- Work required: Write out, exactly and in full, the records given below, but not their pictures.

↓

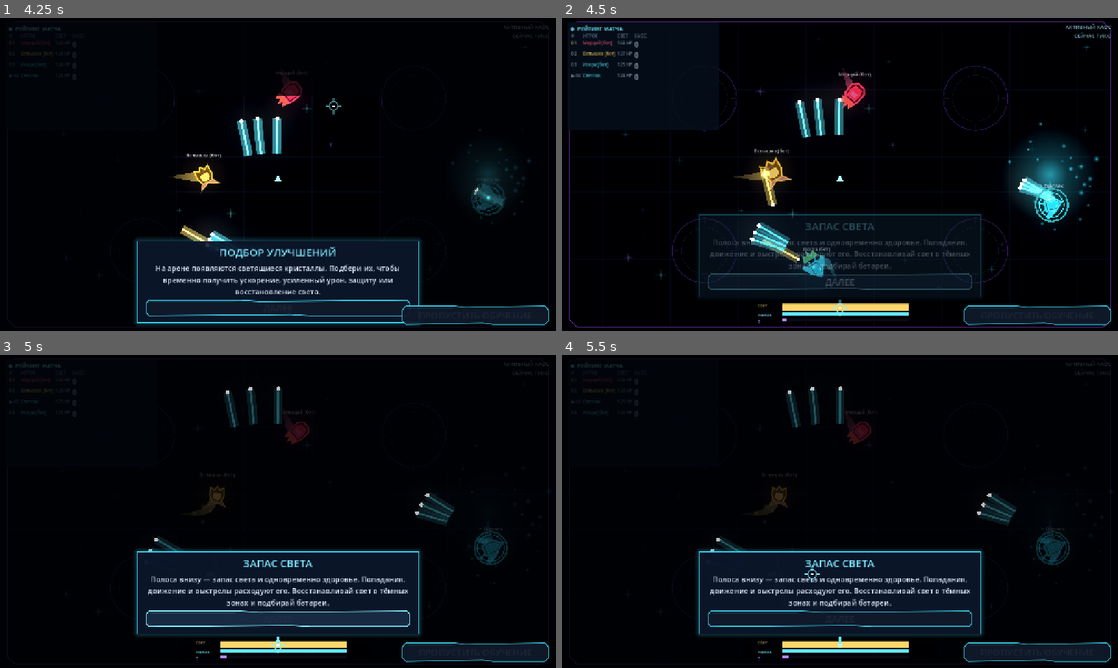
Above: before the commit, frames 1-4 (two rows, left to right).
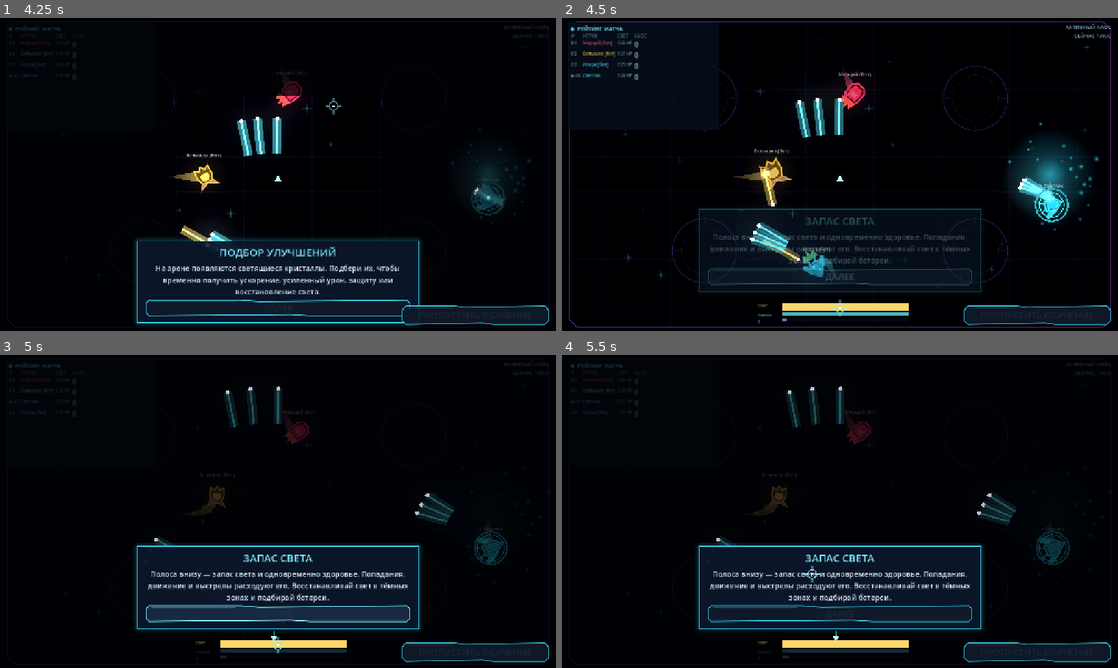
Above: after the commit, the same moments.

Repository: DvoreZZKy/svetobalamut
Game: Godot game, scene res://scenes/menu.tscn
Two runs of this game, one before a commit and one after it. Both use one fixed random seed, a clock stepped at 60 frames per second and the inputs below.
Inputs (mouse positions are in pixels of both pictures, inside the frame that each line leads up to):
- Up to frame 1 (4.25 s): click "Играть одному (с ботами)" at 0.5 s; tap Enter (restart) at 1.25 s; move the mouse to (400, 158) at 1.27 s; hold D (right) 1.28-2 s; tap Q (ability) at 1.35 s; click (400, 158) at 1.42 s; click "ДАЛЕЕ" at 2 s; move the mouse to (166, 190) at 2.77 s; hold S (down) 2.78-3.53 s; tap Space (dash) at 2.85 s; move the mouse to (333, 105) at 3.52 s; press the mouse at (333, 105) at 3.53 s; hold D (right) from 3.53 s (still down)
- Up to frame 2 (4.5 s): release D (right) at 4.25 s; release the mouse at (895, 105) at 4.25 s; click "ДАЛЕЕ" at 4.25 s
- Up to frame 3 (5 s): no input
- Up to frame 4 (5.5 s): move the mouse to (812, 574) at 5.02 s; hold W (up) from 5.03 s (still down); tap E (possess) at 5.1 s; click (812, 574) at 5.17 s

Frame 1 is identical in both runs. In frame 2, 3.5% of the frame differs, in the area x 24-76%, y 60-97%; in frame 3, 6.7%; in frame 4, 5.8%.

Commit message:
Align the tutorial light pointer with the redesigned meter

Diff:
--- a/scripts/arena_tutorial.gd
+++ b/scripts/arena_tutorial.gd
@@ -404,7 +404,7 @@
 		"timer": return Rect2(Vector2(vp.x - 450, 0), Vector2(450, 115))
 		"score": return Rect2(Vector2(0, 0), Vector2(545, 420))
 		"help": return Rect2(Vector2(vp.x - 525, 0), Vector2(525, 145))
-		"light": return Rect2(Vector2(vp.x * 0.5 - 220, vp.y - 62), Vector2(440, 40))
+		"light": return Rect2(Vector2(vp.x * 0.5 - 190, vp.y - 74), Vector2(360, 30))
 		"dash": return Rect2(Vector2(vp.x * 0.5 - 220, vp.y - 43), Vector2(440, 15))
 		"ability": return Rect2(Vector2(vp.x * 0.5 - 220, vp.y - 29), Vector2(440, 15))
 		"arena": return Rect2(vp * 0.5 - Vector2(240, 180), Vector2(480, 360))

↑

- Task answer:
Above: before the commit, frames 1-4 (two rows, left to right).
Above: after the commit, the same moments.

Repository: DvoreZZKy/svetobalamut
Game: Godot game, scene res://scenes/menu.tscn
Two runs of this game, one before a commit and one after it. Both use one fixed random seed, a clock stepped at 60 frames per second and the inputs below.
Inputs (mouse positions are in pixels of both pictures, inside the frame that each line leads up to):
- Up to frame 1 (4.25 s): click "Играть одному (с ботами)" at 0.5 s; tap Enter (restart) at 1.25 s; move the mouse to (400, 158) at 1.27 s; hold D (right) 1.28-2 s; tap Q (ability) at 1.35 s; click (400, 158) at 1.42 s; click "ДАЛЕЕ" at 2 s; move the mouse to (166, 190) at 2.77 s; hold S (down) 2.78-3.53 s; tap Space (dash) at 2.85 s; move the mouse to (333, 105) at 3.52 s; press the mouse at (333, 105) at 3.53 s; hold D (right) from 3.53 s (still down)
- Up to frame 2 (4.5 s): release D (right) at 4.25 s; release the mouse at (895, 105) at 4.25 s; click "ДАЛЕЕ" at 4.25 s
- Up to frame 3 (5 s): no input
- Up to frame 4 (5.5 s): move the mouse to (812, 574) at 5.02 s; hold W (up) from 5.03 s (still down); tap E (possess) at 5.1 s; click (812, 574) at 5.17 s

Frame 1 is identical in both runs. In frame 2, 3.5% of the frame differs, in the area x 24-76%, y 60-97%; in frame 3, 6.7%; in frame 4, 5.8%.

Commit message:
Align the tutorial light pointer with the redesigned meter

Diff:
--- a/scripts/arena_tutorial.gd
+++ b/scripts/arena_tutorial.gd
@@ -404,7 +404,7 @@
 		"timer": return Rect2(Vector2(vp.x - 450, 0), Vector2(450, 115))
 		"score": return Rect2(Vector2(0, 0), Vector2(545, 420))
 		"help": return Rect2(Vector2(vp.x - 525, 0), Vector2(525, 145))
-		"light": return Rect2(Vector2(vp.x * 0.5 - 220, vp.y - 62), Vector2(440, 40))
+		"light": return Rect2(Vector2(vp.x * 0.5 - 190, vp.y - 74), Vector2(360, 30))
 		"dash": return Rect2(Vector2(vp.x * 0.5 - 220, vp.y - 43), Vector2(440, 15))
 		"ability": return Rect2(Vector2(vp.x * 0.5 - 220, vp.y - 29), Vector2(440, 15))
 		"arena": return Rect2(vp * 0.5 - Vector2(240, 180), Vector2(480, 360))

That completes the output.